就在转身的一瞬间,他听到了一声极轻微的、像是金属摩擦的声响——来自铁匠铺的窗户后面。他没有回头,也没有停下脚步,继续走到烧饼摊前,掏出一文钱,买了一个烧饼,咬了一口,然后像是察觉到了什么不对劲一般,皱起眉头,低头看了看手中的烧饼,一副嫌弃的样子。
他站在那里,一边嚼着烧饼,一边用眼角的余光扫视着铁匠铺的方向。铁匠铺的窗户后面,有一个极其模糊的人影,正藏在一只大木桶的后面,微微探出半个头,透过窗缝向他这边张望。

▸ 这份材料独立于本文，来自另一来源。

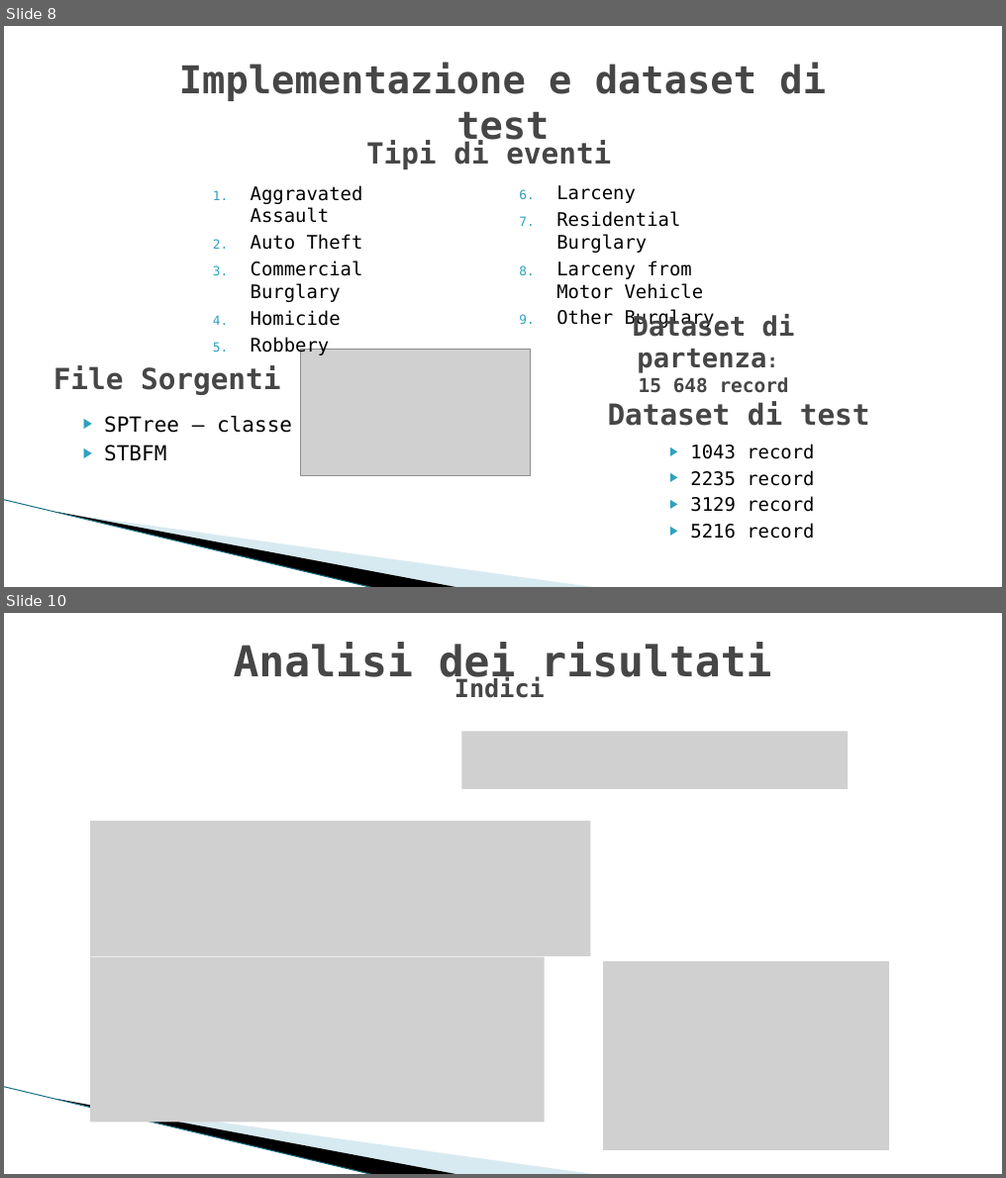
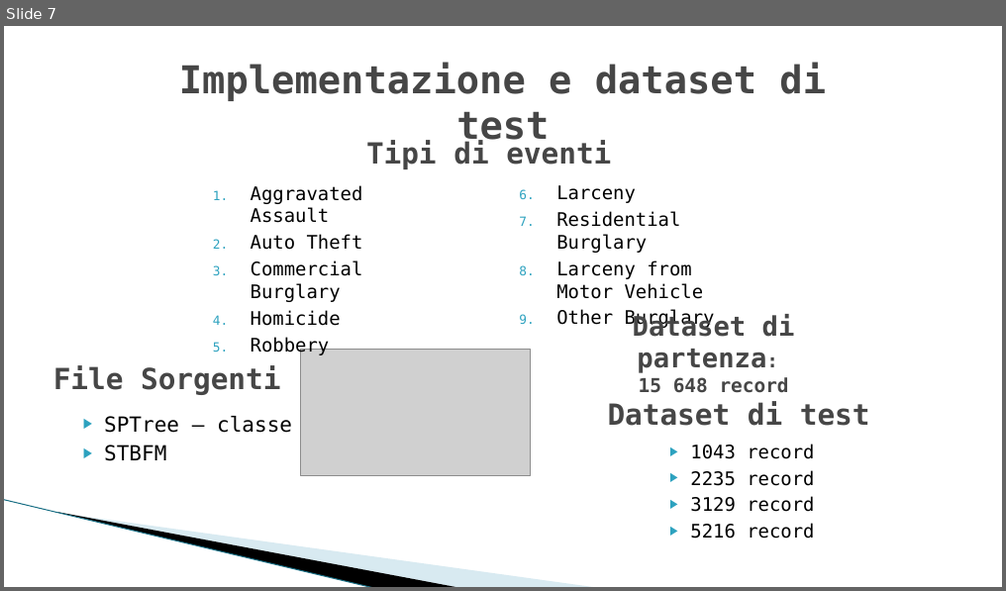
Before and after one commit to fedelux3/Bachelor-Thesis, a slide deck: presentazione.pptx. Shown one above the other, each under a label of ours: slides 8 and 10 before the commit, slide 7 after it; the slides between them are not shown. The pictures are 1006x1178 and 1006x591 pixels, drawn with LibreOffice and Linux fonts; fonts in the diff are those of the drawing; grey boxes stand for pictures; background and template pictures are left out. Boxes give left, top, right and bottom in pixels: in the first picture for what was removed or moved away, otherwise in the second. Text is boxed around its words. In the diff, an @@ line names an element or a change of style, - is before the commit and + after.

```diff
--- a/presentazione.pptx
+++ b/presentazione.pptx
@@ slide 10 removed at (4,613,1002,1174), background #FFFFFF; not listed: 3 template elements that a slide beside it also shows @@
@@ title removed at (234,642,771,685) @@
-Analisi dei risultati
@@ text removed at (454,676,545,698) @@
-Indici
@@ picture removed at (462,731,848,789) @@
@@ picture removed at (90,821,590,957) @@
@@ picture removed at (90,958,544,1122) @@
@@ picture removed at (604,961,890,1151) @@
@@ what was slide 8 is now slide 7 @@
```
Also in this commit, not shown: 5 slides changed, 2 other slides removed.

沈江离保持着冷静,做出那副嫌弃烧饼的普通行人的表情,将手中的烧饼往嘴里又塞了一口,然后像是觉得不好吃,随手将剩下的半个烧饼扔进路边的竹筐里,拍了拍手上的碎屑,转身沿着来路,不紧不慢地往回走。他的背影看起来与任何一个在街上闲逛的普通行人无异。
但他知道,他的第一步试探,已经有了结果。
铁匠铺的窗户后面有人,而那个人的位置,恰恰能看到铁匠铺门口的街道和那个他通知鹞子“前往铁匠铺”的人会出现的方向——这说明,有人提前在铁匠铺附近布了埋伏,而那三个被通知的人中,至少有一个,提前将消息传递了出去。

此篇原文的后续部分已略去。